Collected data:
::::::::::
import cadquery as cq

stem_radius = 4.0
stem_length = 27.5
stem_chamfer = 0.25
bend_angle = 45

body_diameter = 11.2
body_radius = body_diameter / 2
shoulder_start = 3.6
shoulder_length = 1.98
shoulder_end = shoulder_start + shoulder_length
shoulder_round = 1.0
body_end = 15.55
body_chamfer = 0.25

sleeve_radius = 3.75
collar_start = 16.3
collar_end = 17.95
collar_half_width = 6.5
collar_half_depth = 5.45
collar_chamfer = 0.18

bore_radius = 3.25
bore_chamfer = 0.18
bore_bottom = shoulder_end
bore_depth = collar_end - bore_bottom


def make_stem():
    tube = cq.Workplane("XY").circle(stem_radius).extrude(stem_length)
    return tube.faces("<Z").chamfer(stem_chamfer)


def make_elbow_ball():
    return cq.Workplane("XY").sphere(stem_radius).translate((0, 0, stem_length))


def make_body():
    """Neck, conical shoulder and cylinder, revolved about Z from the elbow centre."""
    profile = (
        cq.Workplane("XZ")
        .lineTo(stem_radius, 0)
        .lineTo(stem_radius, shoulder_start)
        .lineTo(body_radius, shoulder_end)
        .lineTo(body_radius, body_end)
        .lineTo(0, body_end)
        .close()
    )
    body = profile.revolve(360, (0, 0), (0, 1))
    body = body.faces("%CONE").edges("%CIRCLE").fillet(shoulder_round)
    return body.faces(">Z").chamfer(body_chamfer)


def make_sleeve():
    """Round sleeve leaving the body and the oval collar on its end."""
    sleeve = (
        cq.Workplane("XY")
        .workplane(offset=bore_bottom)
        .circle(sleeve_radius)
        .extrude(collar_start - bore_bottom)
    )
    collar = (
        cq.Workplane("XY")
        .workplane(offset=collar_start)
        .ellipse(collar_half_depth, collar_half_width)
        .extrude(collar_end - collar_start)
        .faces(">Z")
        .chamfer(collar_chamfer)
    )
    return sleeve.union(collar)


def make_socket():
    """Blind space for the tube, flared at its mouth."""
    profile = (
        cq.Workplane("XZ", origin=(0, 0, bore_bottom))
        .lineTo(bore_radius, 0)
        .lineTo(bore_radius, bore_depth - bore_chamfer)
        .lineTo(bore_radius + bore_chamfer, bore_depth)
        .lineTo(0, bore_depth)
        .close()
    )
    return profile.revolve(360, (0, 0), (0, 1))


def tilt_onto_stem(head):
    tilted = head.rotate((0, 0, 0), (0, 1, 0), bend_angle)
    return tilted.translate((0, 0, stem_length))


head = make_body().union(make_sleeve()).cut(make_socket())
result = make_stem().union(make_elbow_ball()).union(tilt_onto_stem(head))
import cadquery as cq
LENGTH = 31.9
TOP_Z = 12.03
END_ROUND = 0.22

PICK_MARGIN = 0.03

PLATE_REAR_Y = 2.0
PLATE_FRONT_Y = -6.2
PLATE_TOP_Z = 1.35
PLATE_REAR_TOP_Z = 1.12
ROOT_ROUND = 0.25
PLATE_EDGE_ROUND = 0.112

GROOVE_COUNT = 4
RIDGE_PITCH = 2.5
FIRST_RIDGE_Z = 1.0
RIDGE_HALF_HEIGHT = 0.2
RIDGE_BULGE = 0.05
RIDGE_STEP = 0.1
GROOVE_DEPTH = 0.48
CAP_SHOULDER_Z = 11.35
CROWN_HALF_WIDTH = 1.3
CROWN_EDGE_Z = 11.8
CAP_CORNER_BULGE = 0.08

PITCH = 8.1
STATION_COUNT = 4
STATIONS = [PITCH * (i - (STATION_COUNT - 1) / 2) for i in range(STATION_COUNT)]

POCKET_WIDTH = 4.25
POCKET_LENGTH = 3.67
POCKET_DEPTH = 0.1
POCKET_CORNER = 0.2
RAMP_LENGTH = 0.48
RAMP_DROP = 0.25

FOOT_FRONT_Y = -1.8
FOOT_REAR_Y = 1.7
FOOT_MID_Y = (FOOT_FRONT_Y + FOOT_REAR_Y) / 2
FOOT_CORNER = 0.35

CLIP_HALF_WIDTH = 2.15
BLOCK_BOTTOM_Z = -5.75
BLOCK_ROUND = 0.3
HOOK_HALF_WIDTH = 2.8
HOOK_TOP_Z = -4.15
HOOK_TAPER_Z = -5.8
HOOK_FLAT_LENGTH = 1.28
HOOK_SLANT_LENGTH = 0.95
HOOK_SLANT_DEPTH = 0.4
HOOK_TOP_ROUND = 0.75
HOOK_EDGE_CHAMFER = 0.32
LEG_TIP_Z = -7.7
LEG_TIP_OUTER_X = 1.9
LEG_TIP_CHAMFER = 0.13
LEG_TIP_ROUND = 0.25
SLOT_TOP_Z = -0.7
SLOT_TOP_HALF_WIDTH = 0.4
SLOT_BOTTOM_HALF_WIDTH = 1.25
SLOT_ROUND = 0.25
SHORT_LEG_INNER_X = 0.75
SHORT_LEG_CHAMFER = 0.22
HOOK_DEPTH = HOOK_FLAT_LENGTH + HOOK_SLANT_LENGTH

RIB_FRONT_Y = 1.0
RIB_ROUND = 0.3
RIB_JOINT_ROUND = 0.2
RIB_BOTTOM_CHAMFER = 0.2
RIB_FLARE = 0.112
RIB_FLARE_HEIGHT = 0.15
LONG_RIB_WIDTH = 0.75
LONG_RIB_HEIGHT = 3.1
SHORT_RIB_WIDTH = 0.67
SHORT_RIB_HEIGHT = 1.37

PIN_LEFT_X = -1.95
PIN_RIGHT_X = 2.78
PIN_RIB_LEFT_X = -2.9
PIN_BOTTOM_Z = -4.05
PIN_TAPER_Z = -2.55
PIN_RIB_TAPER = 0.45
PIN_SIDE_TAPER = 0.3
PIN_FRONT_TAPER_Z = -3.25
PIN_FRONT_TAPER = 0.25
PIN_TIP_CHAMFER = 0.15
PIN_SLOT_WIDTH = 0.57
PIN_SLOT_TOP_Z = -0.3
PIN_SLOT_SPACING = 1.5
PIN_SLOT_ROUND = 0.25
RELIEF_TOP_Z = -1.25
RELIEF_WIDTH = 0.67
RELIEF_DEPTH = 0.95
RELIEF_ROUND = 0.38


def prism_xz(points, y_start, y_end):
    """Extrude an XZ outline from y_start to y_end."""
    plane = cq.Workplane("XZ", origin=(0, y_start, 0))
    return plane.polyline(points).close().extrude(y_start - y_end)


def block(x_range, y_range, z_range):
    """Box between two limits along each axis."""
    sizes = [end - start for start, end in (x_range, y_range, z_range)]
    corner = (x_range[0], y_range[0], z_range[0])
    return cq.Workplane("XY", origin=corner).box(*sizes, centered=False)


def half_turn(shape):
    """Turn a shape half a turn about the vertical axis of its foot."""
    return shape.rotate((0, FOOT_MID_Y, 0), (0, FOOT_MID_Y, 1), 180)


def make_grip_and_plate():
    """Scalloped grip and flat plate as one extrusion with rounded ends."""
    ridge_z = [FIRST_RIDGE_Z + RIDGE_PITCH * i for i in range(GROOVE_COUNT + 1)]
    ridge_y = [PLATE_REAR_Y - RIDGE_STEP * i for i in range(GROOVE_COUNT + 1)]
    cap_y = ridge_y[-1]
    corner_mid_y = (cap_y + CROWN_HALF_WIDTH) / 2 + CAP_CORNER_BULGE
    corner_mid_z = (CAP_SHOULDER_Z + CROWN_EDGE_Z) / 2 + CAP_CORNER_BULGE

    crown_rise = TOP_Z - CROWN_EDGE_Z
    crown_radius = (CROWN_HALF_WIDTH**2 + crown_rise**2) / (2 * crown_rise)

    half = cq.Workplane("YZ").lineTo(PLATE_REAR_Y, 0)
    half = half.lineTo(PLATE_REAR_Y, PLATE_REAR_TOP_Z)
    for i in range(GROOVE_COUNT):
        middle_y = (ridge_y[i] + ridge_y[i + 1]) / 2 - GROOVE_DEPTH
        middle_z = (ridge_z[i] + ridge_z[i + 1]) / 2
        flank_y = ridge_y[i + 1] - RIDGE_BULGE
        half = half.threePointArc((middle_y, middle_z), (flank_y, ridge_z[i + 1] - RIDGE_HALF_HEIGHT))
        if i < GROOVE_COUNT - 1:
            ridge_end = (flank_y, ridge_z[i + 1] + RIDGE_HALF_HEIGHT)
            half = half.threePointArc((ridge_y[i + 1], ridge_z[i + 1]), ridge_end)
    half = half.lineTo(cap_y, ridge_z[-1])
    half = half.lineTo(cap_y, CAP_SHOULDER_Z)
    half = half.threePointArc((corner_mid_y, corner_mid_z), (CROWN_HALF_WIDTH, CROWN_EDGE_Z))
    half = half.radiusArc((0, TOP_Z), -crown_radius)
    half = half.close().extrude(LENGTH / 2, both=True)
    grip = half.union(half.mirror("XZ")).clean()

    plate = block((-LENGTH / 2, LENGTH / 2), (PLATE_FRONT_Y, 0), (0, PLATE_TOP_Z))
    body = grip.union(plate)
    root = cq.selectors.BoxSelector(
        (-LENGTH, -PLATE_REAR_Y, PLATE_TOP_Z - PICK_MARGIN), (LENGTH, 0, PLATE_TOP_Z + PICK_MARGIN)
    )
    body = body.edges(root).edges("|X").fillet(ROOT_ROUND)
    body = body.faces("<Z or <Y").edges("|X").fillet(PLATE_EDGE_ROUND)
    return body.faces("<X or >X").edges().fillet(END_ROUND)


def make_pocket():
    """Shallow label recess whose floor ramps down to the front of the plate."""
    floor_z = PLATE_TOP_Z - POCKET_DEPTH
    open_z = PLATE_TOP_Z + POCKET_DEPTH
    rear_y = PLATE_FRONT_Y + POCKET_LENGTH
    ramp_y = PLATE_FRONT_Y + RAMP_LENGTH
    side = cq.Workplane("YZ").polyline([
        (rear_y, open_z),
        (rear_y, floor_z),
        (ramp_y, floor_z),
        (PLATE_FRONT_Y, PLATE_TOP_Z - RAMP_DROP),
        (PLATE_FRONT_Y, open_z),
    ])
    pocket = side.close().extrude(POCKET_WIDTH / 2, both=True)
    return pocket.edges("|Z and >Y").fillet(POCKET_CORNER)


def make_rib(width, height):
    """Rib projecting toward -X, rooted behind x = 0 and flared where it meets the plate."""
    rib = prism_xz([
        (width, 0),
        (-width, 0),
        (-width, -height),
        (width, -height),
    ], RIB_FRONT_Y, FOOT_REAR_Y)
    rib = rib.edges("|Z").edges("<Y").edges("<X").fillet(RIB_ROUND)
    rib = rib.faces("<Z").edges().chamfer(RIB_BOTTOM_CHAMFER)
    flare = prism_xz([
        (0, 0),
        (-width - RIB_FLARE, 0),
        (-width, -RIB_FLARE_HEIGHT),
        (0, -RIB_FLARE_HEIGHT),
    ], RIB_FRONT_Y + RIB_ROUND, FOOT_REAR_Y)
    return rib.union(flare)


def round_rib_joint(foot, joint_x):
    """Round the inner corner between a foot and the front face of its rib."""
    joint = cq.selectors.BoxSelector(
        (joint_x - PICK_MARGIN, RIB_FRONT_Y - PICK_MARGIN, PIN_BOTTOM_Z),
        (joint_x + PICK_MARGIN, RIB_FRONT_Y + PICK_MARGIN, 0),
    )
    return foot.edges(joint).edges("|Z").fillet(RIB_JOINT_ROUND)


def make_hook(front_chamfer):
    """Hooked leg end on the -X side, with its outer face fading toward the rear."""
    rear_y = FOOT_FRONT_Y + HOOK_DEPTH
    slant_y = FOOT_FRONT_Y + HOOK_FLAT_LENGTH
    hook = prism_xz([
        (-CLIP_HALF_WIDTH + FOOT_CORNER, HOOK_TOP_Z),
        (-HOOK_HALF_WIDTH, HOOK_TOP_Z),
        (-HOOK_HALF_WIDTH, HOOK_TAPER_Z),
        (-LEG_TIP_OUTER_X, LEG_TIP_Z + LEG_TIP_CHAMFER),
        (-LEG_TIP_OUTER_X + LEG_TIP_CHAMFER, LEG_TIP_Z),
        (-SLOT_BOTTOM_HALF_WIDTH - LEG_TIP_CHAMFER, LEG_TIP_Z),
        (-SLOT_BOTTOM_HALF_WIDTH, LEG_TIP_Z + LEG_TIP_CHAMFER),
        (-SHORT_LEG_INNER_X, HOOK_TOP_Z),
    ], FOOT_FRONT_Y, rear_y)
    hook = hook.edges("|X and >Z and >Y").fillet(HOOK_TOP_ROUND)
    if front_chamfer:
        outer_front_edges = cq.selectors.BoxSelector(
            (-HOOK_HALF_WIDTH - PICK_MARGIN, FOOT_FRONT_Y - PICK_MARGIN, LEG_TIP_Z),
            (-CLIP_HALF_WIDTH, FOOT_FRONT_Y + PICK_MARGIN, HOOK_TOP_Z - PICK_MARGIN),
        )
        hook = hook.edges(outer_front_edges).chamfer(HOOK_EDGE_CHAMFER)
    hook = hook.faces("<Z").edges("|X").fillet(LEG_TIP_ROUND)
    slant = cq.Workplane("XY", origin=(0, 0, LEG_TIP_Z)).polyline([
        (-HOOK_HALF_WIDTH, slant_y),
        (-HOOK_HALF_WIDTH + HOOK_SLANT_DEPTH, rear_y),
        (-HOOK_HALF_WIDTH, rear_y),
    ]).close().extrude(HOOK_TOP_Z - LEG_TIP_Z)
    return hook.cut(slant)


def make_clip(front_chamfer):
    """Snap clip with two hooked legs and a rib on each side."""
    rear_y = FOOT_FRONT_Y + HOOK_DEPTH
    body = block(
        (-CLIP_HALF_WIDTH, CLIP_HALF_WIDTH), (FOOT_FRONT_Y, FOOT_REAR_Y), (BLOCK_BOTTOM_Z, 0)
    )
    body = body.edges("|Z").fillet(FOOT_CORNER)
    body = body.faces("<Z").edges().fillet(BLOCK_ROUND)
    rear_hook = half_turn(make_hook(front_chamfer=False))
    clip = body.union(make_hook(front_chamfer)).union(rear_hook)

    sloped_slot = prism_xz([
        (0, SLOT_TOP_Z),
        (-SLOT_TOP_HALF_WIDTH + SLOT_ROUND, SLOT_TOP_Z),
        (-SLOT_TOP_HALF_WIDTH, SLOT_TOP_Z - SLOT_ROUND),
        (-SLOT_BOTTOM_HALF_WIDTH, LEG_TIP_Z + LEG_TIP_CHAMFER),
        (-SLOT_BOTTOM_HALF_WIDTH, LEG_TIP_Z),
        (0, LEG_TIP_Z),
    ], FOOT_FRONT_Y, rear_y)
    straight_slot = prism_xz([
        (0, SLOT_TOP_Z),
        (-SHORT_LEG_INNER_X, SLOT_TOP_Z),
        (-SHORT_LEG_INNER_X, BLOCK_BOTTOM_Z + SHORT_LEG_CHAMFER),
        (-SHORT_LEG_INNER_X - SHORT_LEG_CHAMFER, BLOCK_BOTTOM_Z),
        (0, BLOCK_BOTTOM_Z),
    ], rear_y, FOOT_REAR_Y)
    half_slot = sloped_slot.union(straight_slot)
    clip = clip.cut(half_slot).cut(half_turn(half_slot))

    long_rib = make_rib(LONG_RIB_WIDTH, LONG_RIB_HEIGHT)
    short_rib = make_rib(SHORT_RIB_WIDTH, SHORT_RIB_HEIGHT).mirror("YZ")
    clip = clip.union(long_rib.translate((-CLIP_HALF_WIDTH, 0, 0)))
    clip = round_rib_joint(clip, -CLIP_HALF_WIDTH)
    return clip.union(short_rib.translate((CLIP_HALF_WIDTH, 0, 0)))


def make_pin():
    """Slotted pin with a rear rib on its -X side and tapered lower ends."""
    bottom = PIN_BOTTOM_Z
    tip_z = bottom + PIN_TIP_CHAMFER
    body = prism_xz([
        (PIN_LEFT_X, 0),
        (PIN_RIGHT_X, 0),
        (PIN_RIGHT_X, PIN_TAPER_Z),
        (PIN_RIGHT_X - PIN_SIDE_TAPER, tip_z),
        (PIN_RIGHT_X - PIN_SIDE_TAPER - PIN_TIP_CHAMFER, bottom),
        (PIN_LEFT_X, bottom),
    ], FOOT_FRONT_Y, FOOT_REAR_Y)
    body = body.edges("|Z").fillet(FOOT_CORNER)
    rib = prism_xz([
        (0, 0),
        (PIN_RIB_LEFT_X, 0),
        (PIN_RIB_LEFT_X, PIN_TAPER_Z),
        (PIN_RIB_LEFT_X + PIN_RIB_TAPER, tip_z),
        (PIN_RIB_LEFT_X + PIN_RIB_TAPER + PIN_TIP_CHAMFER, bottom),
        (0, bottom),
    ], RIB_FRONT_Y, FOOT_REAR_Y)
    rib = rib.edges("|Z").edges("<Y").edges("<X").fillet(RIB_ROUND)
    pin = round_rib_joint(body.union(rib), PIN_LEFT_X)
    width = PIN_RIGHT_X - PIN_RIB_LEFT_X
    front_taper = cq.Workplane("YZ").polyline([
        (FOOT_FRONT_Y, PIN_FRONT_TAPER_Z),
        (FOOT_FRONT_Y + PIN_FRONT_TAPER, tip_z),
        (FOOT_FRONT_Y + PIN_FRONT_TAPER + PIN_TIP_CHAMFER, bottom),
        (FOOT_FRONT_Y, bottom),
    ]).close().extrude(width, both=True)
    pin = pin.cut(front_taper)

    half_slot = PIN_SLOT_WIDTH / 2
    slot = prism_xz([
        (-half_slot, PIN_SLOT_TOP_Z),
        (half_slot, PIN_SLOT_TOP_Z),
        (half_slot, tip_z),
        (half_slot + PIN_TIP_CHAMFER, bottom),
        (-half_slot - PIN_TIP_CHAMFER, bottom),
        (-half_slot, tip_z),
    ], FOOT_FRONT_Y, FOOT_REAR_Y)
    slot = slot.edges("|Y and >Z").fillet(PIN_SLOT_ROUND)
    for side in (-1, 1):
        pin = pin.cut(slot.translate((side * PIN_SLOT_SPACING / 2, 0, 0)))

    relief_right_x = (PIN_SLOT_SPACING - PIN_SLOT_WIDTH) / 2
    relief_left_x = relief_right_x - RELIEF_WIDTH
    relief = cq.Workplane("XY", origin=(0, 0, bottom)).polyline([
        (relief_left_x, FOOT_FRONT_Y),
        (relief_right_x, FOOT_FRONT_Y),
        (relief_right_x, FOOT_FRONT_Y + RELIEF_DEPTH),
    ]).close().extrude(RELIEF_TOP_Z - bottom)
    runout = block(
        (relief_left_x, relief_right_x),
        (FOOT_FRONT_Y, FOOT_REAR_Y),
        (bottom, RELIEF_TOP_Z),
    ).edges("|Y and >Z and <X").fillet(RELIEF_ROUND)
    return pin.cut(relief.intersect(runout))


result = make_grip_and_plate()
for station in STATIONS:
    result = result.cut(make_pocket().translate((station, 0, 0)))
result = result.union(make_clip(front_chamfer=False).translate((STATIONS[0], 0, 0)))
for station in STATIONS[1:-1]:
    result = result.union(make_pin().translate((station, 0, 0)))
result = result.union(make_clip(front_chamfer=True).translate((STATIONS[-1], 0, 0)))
::::::::::
> **Task goal**
The lines needed run from the first line of the data through the line containing "bore_radius = 3.25"; give them again exactly and nothing else.

> **Written reply**
import cadquery as cq

stem_radius = 4.0
stem_length = 27.5
stem_chamfer = 0.25
bend_angle = 45

body_diameter = 11.2
body_radius = body_diameter / 2
shoulder_start = 3.6
shoulder_length = 1.98
shoulder_end = shoulder_start + shoulder_length
shoulder_round = 1.0
body_end = 15.55
body_chamfer = 0.25

sleeve_radius = 3.75
collar_start = 16.3
collar_end = 17.95
collar_half_width = 6.5
collar_half_depth = 5.45
collar_chamfer = 0.18

bore_radius = 3.25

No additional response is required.